Любая, самая известная столица существует и славится трудом, радением ее жителей. Рядом с трудом – повседневный быт.
На провинциальную Самару в годы войны, со свалившейся на нее честью и обузой стать запасной столицей, как и на всю Россию, обрушились великие беды.
Я жил тогда в Самаре. В сознание тринадцатилетнего мальчишки необычайные события военного быта, конечно, в видимом окружении, врезались в память каменно. И если вот уже более пятидесяти лет впечатления тех лет живы, не приобрели ли они значение документа? В добавление к тем, какие, главным образом, составляют эту книгу.
…Я часто бывал в семье моего дяди по матери, доктора Алексея Андреевича Павлова. Он, его жена Ольга Михайловна, тоже доктор, и две дочери-школьницы жили на Галактионовской улице в изразцовом трехэтажном доме окнами на трамвайную линию, в коммунальной квартире.
Длинный, всегда сумеречный коридор на втором этаже, в нем девять дверей к жильцам. В тупике общая кухня, где с раннего утра до позднего вечера шипели примусы и чадили керосинки. Алексей Андреевич занимал довольно большую комнату, разделенную дощатой перегородкой, даже не до потолка. Так, условно, ради ощущения, что семья живет в двухкомнатной квартире.
Уже осенью 41-го самарцев стали «уплотнять».
К Алексею Андреевичу тоже подселили – молодую женщину с двумя детьми. Муж ее, майор, воевал. Их жизнь за дощатой перегородкой была слышна до шороха, дыхания детей во сне. В других квартирах второго этажа вскоре также появились новые жильцы из беженцев. В уставленном ларями и сундуками, корытами и ведрами коридоре иной раз было и разойтись с затруднением. Единственная тусклая лампочка под потолком, горевшая теперь едва ли в треть накала, а иной раз и вовсе гаснувшая, позволяла только что не столкнуться лицом в лицо. Об острые углы сундуков до крови сшибали коленки. Старая, уже, казалось, за пределами физиологических возможностей, эвакуированная из- под Киева еврейка потерянно бродила в коридоре с вытянутыми перед собой немощными руками и бормотала: «Пхаво, пхаво». Очевидно, это следовало перевести приемлемо для жителей коридора: «Держись правой стороны». В самой дальней комнате поселился старик-ученый из Ленинграда, очень больной, в чем душа, человек. По дороге у него украли мешок картошки – действительно единственное по тем временам сокровище. Он плакал, моля судьбу о смерти. Она услышала его: зимой старик умер.

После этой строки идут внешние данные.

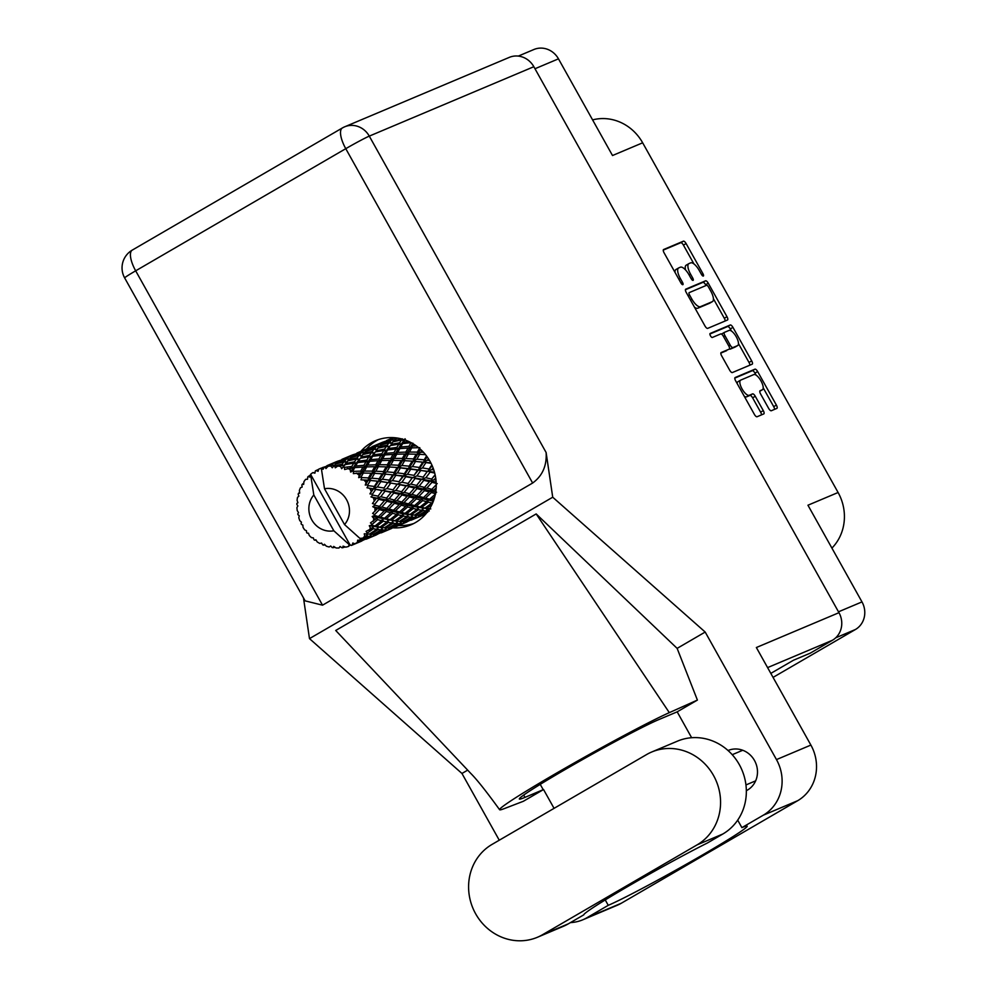 <?xml version="1.0" encoding="UTF-8"?>
<svg xmlns="http://www.w3.org/2000/svg" width="987" height="987" viewBox="0 0 987 987"><rect width="100%" height="100%" fill="white"/><g stroke="black" fill="none" stroke-linecap="round" stroke-linejoin="round"><path stroke-width="1.48" d="M740.497 380.229L738.079 381.636A8.71 3.171 59.8 0 0 737.955 381.71A8.71 3.171 59.8 0 0 737.166 383.573M759.879 391.197A8.71 3.171 59.8 0 1 759.793 391.247L762.285 389.791A8.71 3.171 59.8 0 0 762.42 389.717A8.71 3.171 59.8 0 0 760.891 380.772A8.71 3.171 59.8 0 0 753.797 374.579L740.756 380.081A8.71 3.171 59.8 0 0 740.62 380.155A8.71 3.171 59.8 0 0 742.064 388.927A8.71 3.171 59.8 0 0 749.256 395.281L752.575 393.887A3.257 1.184 59.8 0 1 755.265 396.256L763.284 410.604A3.257 1.184 59.8 0 1 763.827 413.886A3.257 1.184 59.8 0 1 763.778 413.911L757.066 416.748A3.257 1.184 59.8 0 1 754.376 414.367L735.636 380.834A3.257 1.184 59.8 0 1 735.105 377.552A3.257 1.184 59.8 0 0 735.105 377.552L754.956 369.175A3.257 1.184 59.8 0 1 757.646 371.556L776.387 405.089A3.257 1.184 59.8 0 1 776.917 408.371A3.257 1.184 59.8 0 0 776.917 408.371L771.316 410.74A3.257 1.184 59.8 0 1 768.626 408.359L760.607 394.01A3.257 1.184 59.8 0 1 760.064 390.729L760.113 390.704A3.257 1.184 59.8 0 0 760.064 390.729M710.467 335.802A2.282 0.827 59.8 0 0 712.343 337.468L720.707 333.939A3.257 1.184 59.8 0 1 723.397 336.32L728.714 345.832A3.257 1.184 59.8 0 1 729.257 349.114A3.257 1.184 59.8 0 1 729.208 349.139L721.176 352.532A3.257 1.184 59.8 0 0 721.127 352.556A3.257 1.184 59.8 0 0 721.657 355.838L729.677 370.187A3.257 1.184 59.8 0 0 732.366 372.555L752.18 364.203A3.257 1.184 59.8 0 0 752.23 364.178A3.257 1.184 59.8 0 0 751.687 360.897L732.946 327.376A3.257 1.184 59.8 0 0 730.257 324.994L710.122 333.483A2.282 0.827 59.8 0 0 710.085 333.507A2.282 0.827 59.8 0 0 710.467 335.802M762.285 389.791L760.113 390.704M707.679 328.375L727.481 320.022A3.257 1.184 59.8 0 0 727.53 319.998A3.257 1.184 59.8 0 0 726.987 316.716L708.259 283.183A3.257 1.184 59.8 0 0 705.569 280.814L685.755 289.166A3.257 1.184 59.8 0 0 685.706 289.191A3.257 1.184 59.8 0 0 686.249 292.473L704.989 325.994A3.257 1.184 59.8 0 0 707.679 328.375M699.252 270.487L701.436 274.386A2.282 0.827 59.8 0 0 703.349 276.039A2.282 0.827 59.8 0 0 702.978 273.744L686.101 243.542A3.257 1.184 59.8 0 0 683.411 241.173L663.609 249.526A3.257 1.184 59.8 0 0 663.56 249.551A3.257 1.184 59.8 0 0 664.091 252.832L680.968 283.022A2.282 0.827 59.8 0 0 682.881 284.663A2.282 0.827 59.8 0 0 682.51 282.368L680.327 278.47A10.425 3.8 59.8 0 1 678.612 267.97A10.425 3.8 59.8 0 1 678.76 267.884L680.413 267.193A10.425 3.8 59.8 0 1 689.012 274.793L691.196 278.704A2.282 0.827 59.8 0 0 693.121 280.357A2.282 0.827 59.8 0 0 692.738 278.05L690.555 274.152A10.425 3.8 59.8 0 1 688.84 263.652A10.425 3.8 59.8 0 1 689 263.566L690.653 262.875A10.425 3.8 59.8 0 1 699.252 270.487M838.494 611.817L861.984 601.91L807.946 505.221L838.099 492.501L642.66 142.807L612.508 155.527L558.469 58.838L534.979 68.745M592.595 119.896A46.475 43.243 67.1 0 1 642.66 142.807M838.099 492.501A46.475 43.243 67.1 0 1 831.918 548.106M861.984 601.91A20.579 19.148 67.1 0 1 855.445 629.496L773.055 677.39M686.323 265.121A10.425 3.8 59.8 0 0 686.162 265.207A10.425 3.8 59.8 0 0 685.533 269.92M676.095 269.439A10.425 3.8 59.8 0 0 675.935 269.525A10.425 3.8 59.8 0 0 675.009 272.35M693.947 263.936L683.423 245.097A3.257 1.184 59.8 0 0 680.734 242.728L663.276 250.093M706.026 285.527L705.582 284.737A3.257 1.184 59.8 0 0 702.892 282.368L685.434 289.734M725.137 321.009A3.257 1.184 59.8 0 0 724.322 318.27L713.416 298.753M708.456 286.958A2.282 0.827 59.8 0 0 706.581 285.292L689.197 292.633A2.282 0.827 59.8 0 0 689.16 292.645A2.282 0.827 59.8 0 0 689.531 294.94L691.838 299.061A10.425 3.8 59.8 0 0 700.437 306.673L712.33 301.664A10.425 3.8 59.8 0 0 712.478 301.578A10.425 3.8 59.8 0 0 710.763 291.079L708.456 286.958M694.466 307.167A10.425 3.8 59.8 0 0 697.772 308.228L700.437 306.673M709.961 303.034A10.425 3.8 59.8 0 1 709.813 303.132A10.425 3.8 59.8 0 1 709.653 303.219L697.772 308.228M709.887 334.013L727.592 326.549A3.257 1.184 59.8 0 1 730.281 328.93L731.466 331.064M738.461 343.575L749.01 362.451L751.687 360.897M749.836 365.19A3.257 1.184 59.8 0 0 749.01 362.451M720.843 353.099L726.531 350.693A3.257 1.184 59.8 0 0 726.58 350.669A3.257 1.184 59.8 0 0 726.629 350.644M737.536 345.623A8.71 3.171 59.8 0 0 737.671 345.561A8.71 3.171 59.8 0 0 736.142 336.604A8.71 3.171 59.8 0 0 729.048 330.423L724.446 332.36A3.257 1.184 59.8 0 0 724.396 332.385A3.257 1.184 59.8 0 0 724.939 335.666L730.257 345.191A3.257 1.184 59.8 0 0 732.946 347.56L737.536 345.623L734.871 347.177A8.71 3.171 59.8 0 0 735.007 347.116A8.71 3.171 59.8 0 0 735.13 347.029M724.359 332.422L721.781 333.914A3.257 1.184 59.8 0 0 721.731 333.939A3.257 1.184 59.8 0 0 721.546 334.137M729.442 348.917A3.257 1.184 59.8 0 0 730.269 349.114L732.946 347.56M734.871 347.177L730.269 349.114M744.26 396.268A8.71 3.171 59.8 0 0 746.579 396.836L749.256 395.281M761.433 414.898A3.257 1.184 59.8 0 0 760.619 412.159L752.6 397.81A3.257 1.184 59.8 0 0 749.91 395.442L746.579 396.836M756.116 375.159L754.969 373.111A3.257 1.184 59.8 0 0 752.279 370.73L734.822 378.095M774.524 409.383A3.257 1.184 59.8 0 0 773.709 406.644L763.21 387.854M518.311 56.086L533.893 49.51A20.579 19.148 67.1 0 1 558.469 58.838M492.094 844.378A51.78 48.178 -112.9 0 0 475.635 913.777A51.78 48.178 -112.9 0 0 537.459 937.255A51.78 48.178 -112.9 0 0 542.566 934.701L697.069 844.884A51.78 48.178 -112.9 0 0 714.946 778.2A51.78 48.178 -112.9 0 0 651.704 752.008A51.78 48.178 -112.9 0 0 646.584 754.562L492.094 844.378M746.345 790.673A22.072 20.542 -112.9 0 0 754.487 760.483A22.072 20.542 -112.9 0 0 728.135 750.478A22.072 20.542 -112.9 0 0 728.036 750.515M392.912 527.823A45.636 42.466 -112.9 0 0 411.024 524.788A45.636 42.466 -112.9 0 0 430.036 461.373A45.636 42.466 -112.9 0 0 375.553 440.683A45.636 42.466 -112.9 0 0 360.86 451.38M366.473 449.011A45.636 42.466 67.1 0 1 378.403 439.61M537.459 937.255L563.232 926.374A51.78 48.178 -112.9 0 0 568.352 923.82L583.786 914.85A82.982 3.603 150.8 0 1 628.225 886.24A82.982 3.603 150.8 0 1 707.408 842.984L722.842 834.003A51.78 48.178 -112.9 0 0 740.731 767.331A51.78 48.178 -112.9 0 0 677.477 741.138L651.704 752.008M533.844 66.709L369.286 136.12A20.579 19.148 67.1 0 0 344.722 126.792A20.579 20.579 0 0 0 342.378 127.952A20.579 7.489 59.8 0 1 342.686 127.804A20.579 19.148 67.1 0 1 344.722 126.792L509.28 57.382A20.579 19.148 67.1 0 1 533.844 66.709L838.975 612.68L756.363 647.521L810.882 745.074A41.491 38.604 67.1 0 1 797.693 800.691L621.279 903.253A41.491 38.604 67.1 0 1 617.183 905.289L582.774 919.81A41.491 38.604 -112.9 0 0 586.87 917.762L621.279 903.253M499.262 840.208L461.953 773.463L309.486 638.626L303.478 597.863M570.449 922.598A41.491 38.604 -112.9 0 0 582.774 919.81M605.241 899.934L608.263 905.326L586.87 917.762M554.065 808.353L543.541 789.538L523.32 801.296L504.098 808.686A102.907 4.466 150.8 0 1 499.619 809.735A102.907 4.466 150.8 0 1 567.007 767.072A102.907 4.466 150.8 0 1 669.309 712.639L697.402 700.079L677.181 711.837L691.64 737.721M467.678 770.131L461.953 773.463M797.693 800.691L763.284 815.2L741.891 827.637L737.696 820.123M763.284 815.2A41.491 38.604 -112.9 0 0 776.473 759.595L705.187 632.05L677.131 648.373L697.402 700.079M499.619 809.735C486.455 791.574 476.857 779.483 470.824 773.463L335.716 630.471L536.175 513.931L669.309 712.639M677.131 648.373L536.175 513.931M705.187 632.05L552.72 497.214L309.486 638.626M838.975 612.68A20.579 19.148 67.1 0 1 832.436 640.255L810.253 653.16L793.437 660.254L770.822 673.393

Еще в сентябре город погрузился во тьму, и вечерами, и ночью. Прошел слух, что возможны бомбардировки. На окнах повесили шторы из плотной черной бумаги – Боже упаси, чтобы щелочка света проникала наружу! Вечерами по улице ходили дежурные и проверяли светомаскировку. Командно стучали в окна: «Вас видно, закройте лучше!»
Только что искры с трамвайных дуг, электрической мертвой россыпью, вроде бы напоминали – жизнь продолжается и впотьмах.
Редкие военные машины крались по черным улицам, высвечивая узкими, как кинжалы, лучами затемненных фар самарские колдобины.
Вскоре стало известно точно: немецкие самолеты сделали налет на железнодорожный мост через Волгу между Сызранью и Самарой. Их отогнали зенитным огнем.
На уличных столбах с утра до ночи гремели черные раструбы громкоговорителей. Леденящий душу голос Левитана: «После упорных боев наши войска оставили город…»
И вслед, ежедневная, как молитва, песня: «Идет война народная, священная война…». А за нею – бравурные марши: не надо падать духом! Потом – звуковые письма матерей и жен на фронт и бойцов из окопов домой. И опять марши, русские народные песни. До следующего сообщения Левитана.
Серые, едва движущиеся ленты очередей у магазинов за скудными нормами круп, жиров. Молчание. Скорбь и недоумение в глазах. Неизвестность завтрашнего дня. Самым мучительным оказалось стоять за хлебом, сжимая в кармане карточки: не потерять бы, не украли бы! Второй раз никто их не выдаст. Хлеб тогда был всегда свежим. Привозили его на лошадях, в крытых фанерных фургонах.
Возчик-старик, подпоясанный кушаком, и с кнутом за голенищем сапога выглядел неприступно важно. Особенно на морозе пахло из хлопающих дверей магазина так вкусно, тепло, так изнуряюще! Если тебе повезло – отрезали ржаную горбушку с лопнувшей от жара печи корочкой. Когда попадался довесок, с ноготь, ты мог съесть его по дороге домой. И казалось, что твоей пайки-горбушки хватит на дольше. Во всю жизнь не тведал я хлеба вкуснее. А вкус белого хлеба скоро забыли.